■ **Task requirements**
All of the entries below need repeating exactly, apart from their images.

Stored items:

[Start of section]

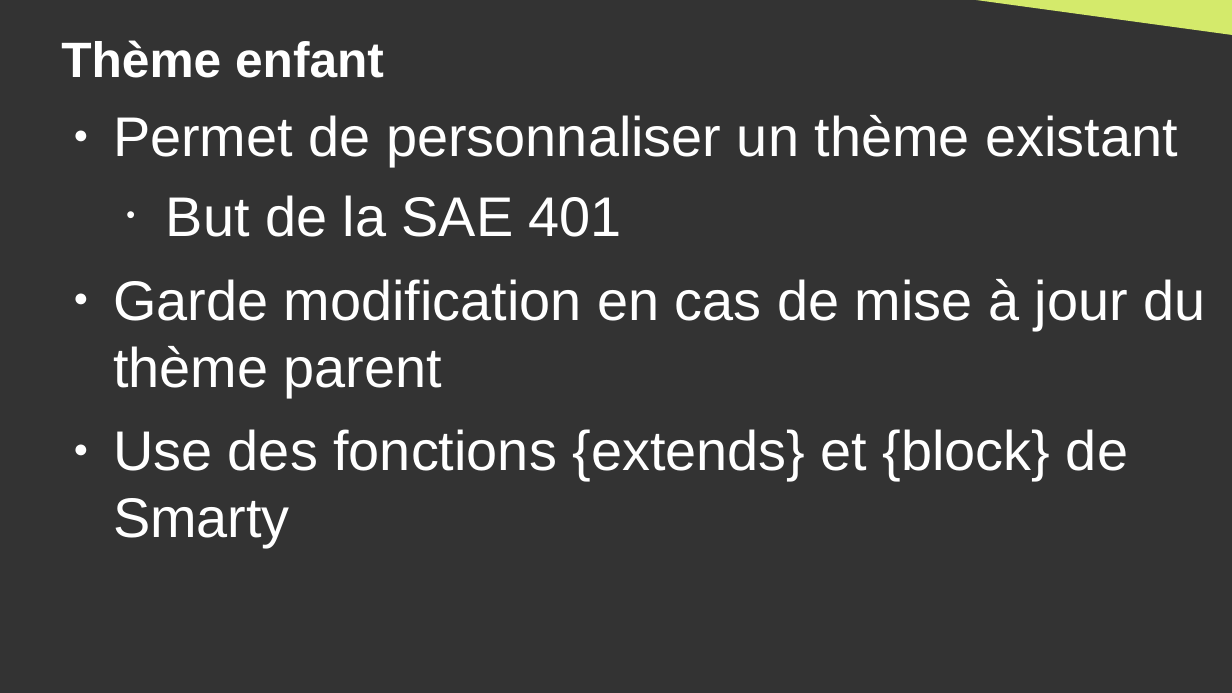
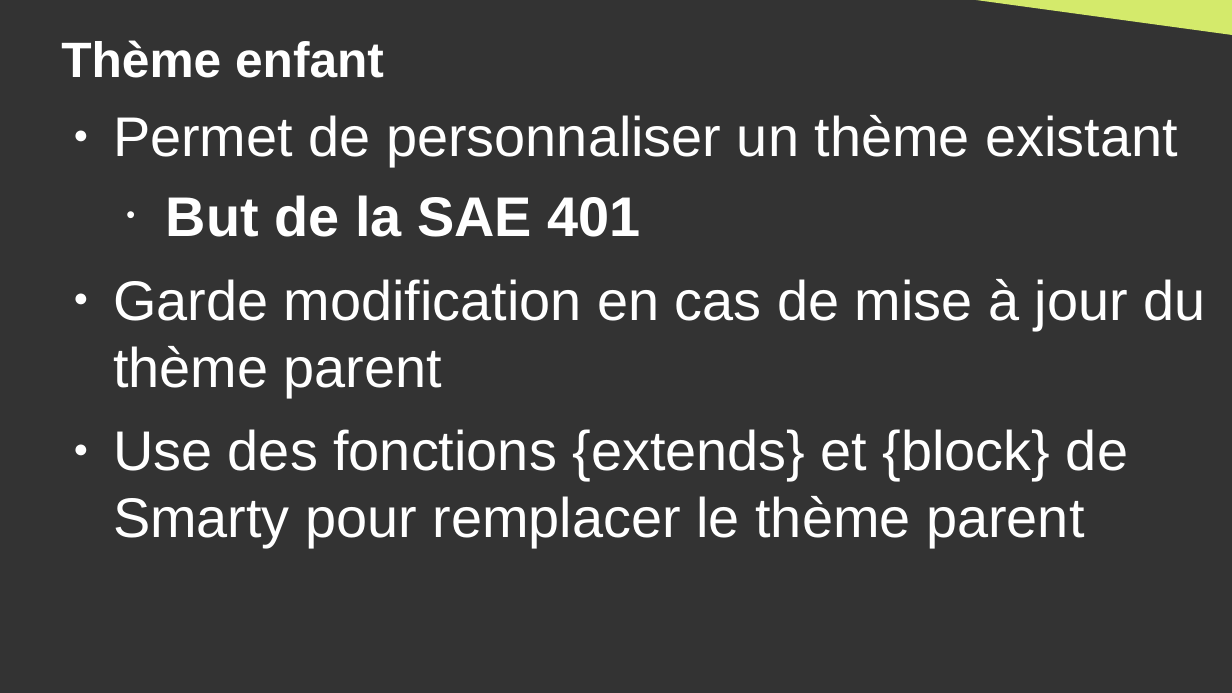
Before and after one commit to DanYellow/cours, a slide deck: slide 18 of gestion-de-contenus-specialisee-s4/travaux-pratiques/numero-1/presentation.odp. Drawn at 1232x693 pixels with LibreOffice and Linux fonts; fonts in the diff are those of the drawing. Boxes give left, top, right and bottom in pixels: in the first picture for what was removed or moved away, otherwise in the second. Text is boxed around its words. In the diff, an @@ line names an element or a change of style, - is before the commit and + after.

```diff
--- a/gestion-de-contenus-specialisee-s4/travaux-pratiques/numero-1/presentation.odp
+++ b/gestion-de-contenus-specialisee-s4/travaux-pratiques/numero-1/presentation.odp
@@ text at (166,195,640,237): bold on in "But de la SAE 401" @@
@@ text at (113,429,1128,547): text changed @@
-● Use des fonctions {extends} et {block} de Smarty
+● Use des fonctions {extends} et {block} de Smarty pour remplacer le thème parent
```
Also in this commit, not shown: 7 other slides changed, 2 slides added, 1 slide removed, 4 other files.
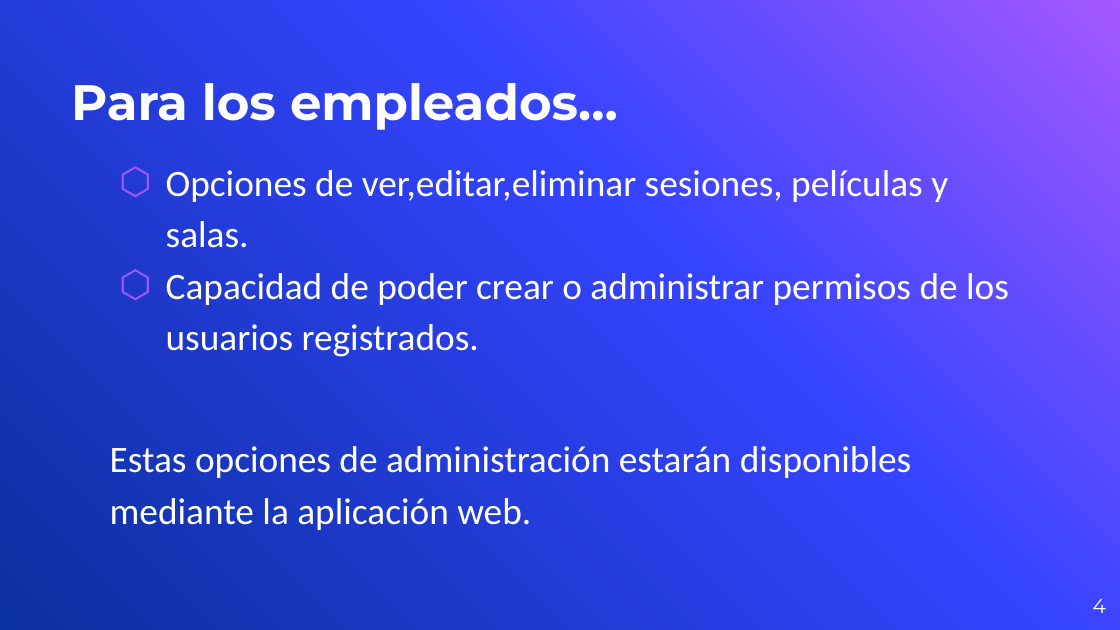
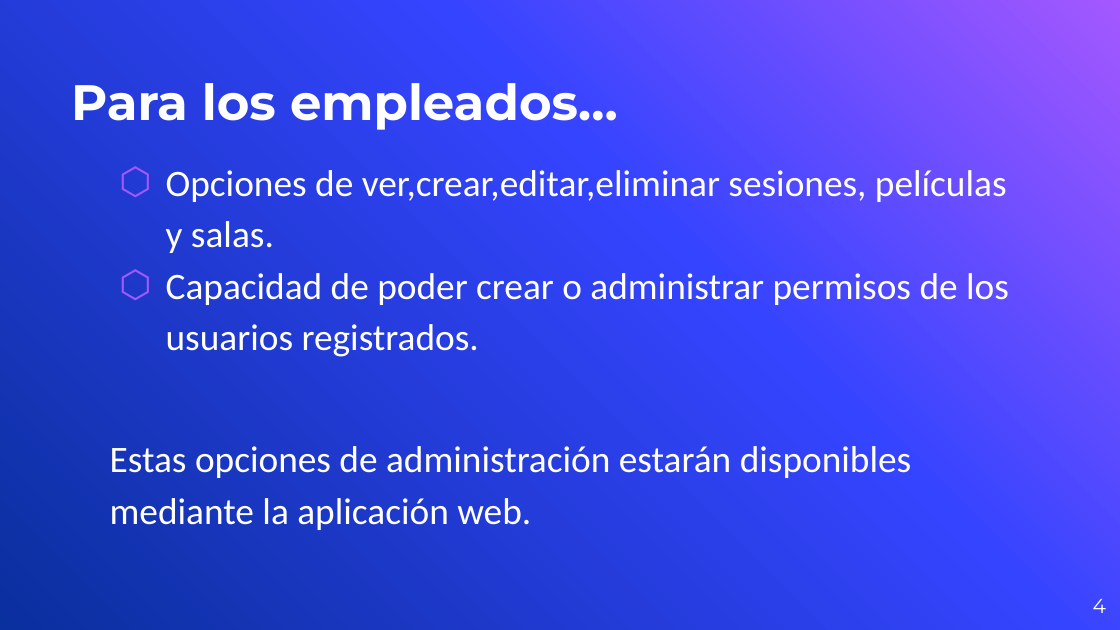
Before and after one commit to Daniel-DLR-02/PDAM-project, a slide deck: slide 4 of documentation/TCL-Presentación _ PDAM.pptx. Drawn at 1120x630 pixels with LibreOffice and Linux fonts; fonts in the diff are those of the drawing; background and template pictures are left out. Boxes give left, top, right and bottom in pixels: in the first picture for what was removed or moved away, otherwise in the second. Text is boxed around its words. In the diff, an @@ line names an element or a change of style, - is before the commit and + after.

Commit message:
Presentación editada

```diff
--- a/documentation/TCL-Presentación _ PDAM.pptx
+++ b/documentation/TCL-Presentación _ PDAM.pptx
@@ text at (166,170,1007,253): text changed @@
-⬡ Opciones de ver,editar,eliminar sesiones, películas y salas.
+⬡ Opciones de ver,crear,editar,eliminar sesiones, películas y salas.
```
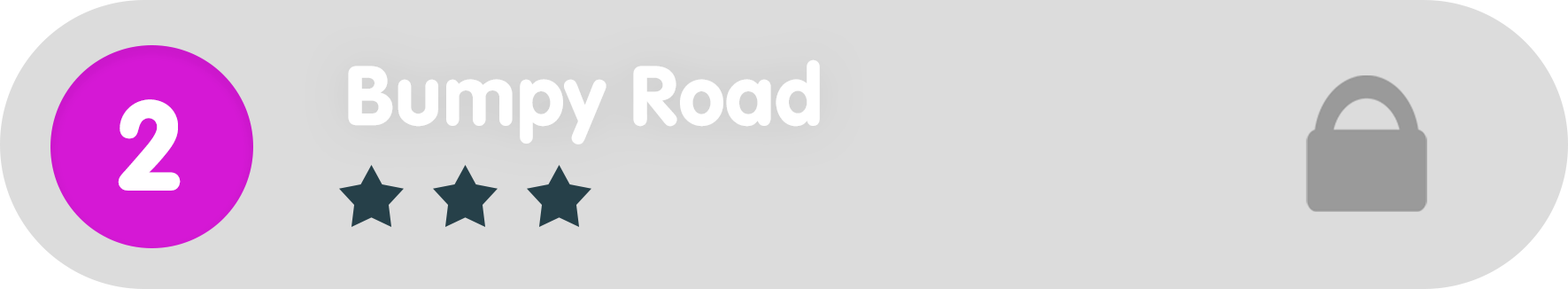
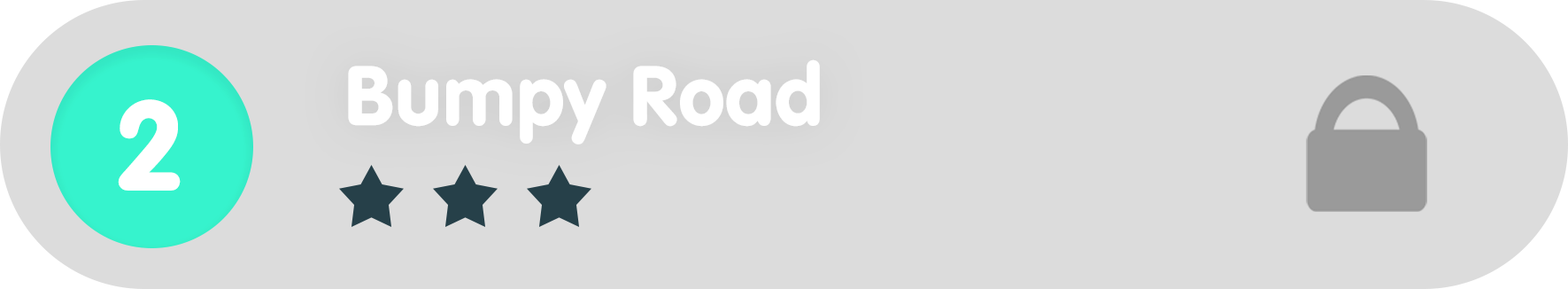
Layers edited between the first and the second 1568×289 image:
painted on "Ellipse_green" over [50, 45, 254, 248]

[End of section]

■ **Written response**
Before and after one commit to DanYellow/cours, a slide deck: slide 18 of gestion-de-contenus-specialisee-s4/travaux-pratiques/numero-1/presentation.odp. Drawn at 1232x693 pixels with LibreOffice and Linux fonts; fonts in the diff are those of the drawing. Boxes give left, top, right and bottom in pixels: in the first picture for what was removed or moved away, otherwise in the second. Text is boxed around its words. In the diff, an @@ line names an element or a change of style, - is before the commit and + after.

```diff
--- a/gestion-de-contenus-specialisee-s4/travaux-pratiques/numero-1/presentation.odp
+++ b/gestion-de-contenus-specialisee-s4/travaux-pratiques/numero-1/presentation.odp
@@ text at (166,195,640,237): bold on in "But de la SAE 401" @@
@@ text at (113,429,1128,547): text changed @@
-● Use des fonctions {extends} et {block} de Smarty
+● Use des fonctions {extends} et {block} de Smarty pour remplacer le thème parent
```
Also in this commit, not shown: 7 other slides changed, 2 slides added, 1 slide removed, 4 other files.
Before and after one commit to Daniel-DLR-02/PDAM-project, a slide deck: slide 4 of documentation/TCL-Presentación _ PDAM.pptx. Drawn at 1120x630 pixels with LibreOffice and Linux fonts; fonts in the diff are those of the drawing; background and template pictures are left out. Boxes give left, top, right and bottom in pixels: in the first picture for what was removed or moved away, otherwise in the second. Text is boxed around its words. In the diff, an @@ line names an element or a change of style, - is before the commit and + after.

Commit message:
Presentación editada

```diff
--- a/documentation/TCL-Presentación _ PDAM.pptx
+++ b/documentation/TCL-Presentación _ PDAM.pptx
@@ text at (166,170,1007,253): text changed @@
-⬡ Opciones de ver,editar,eliminar sesiones, películas y salas.
+⬡ Opciones de ver,crear,editar,eliminar sesiones, películas y salas.
```
Layers edited between the first and the second 1568×289 image:
painted on "Ellipse_green" over [50, 45, 254, 248]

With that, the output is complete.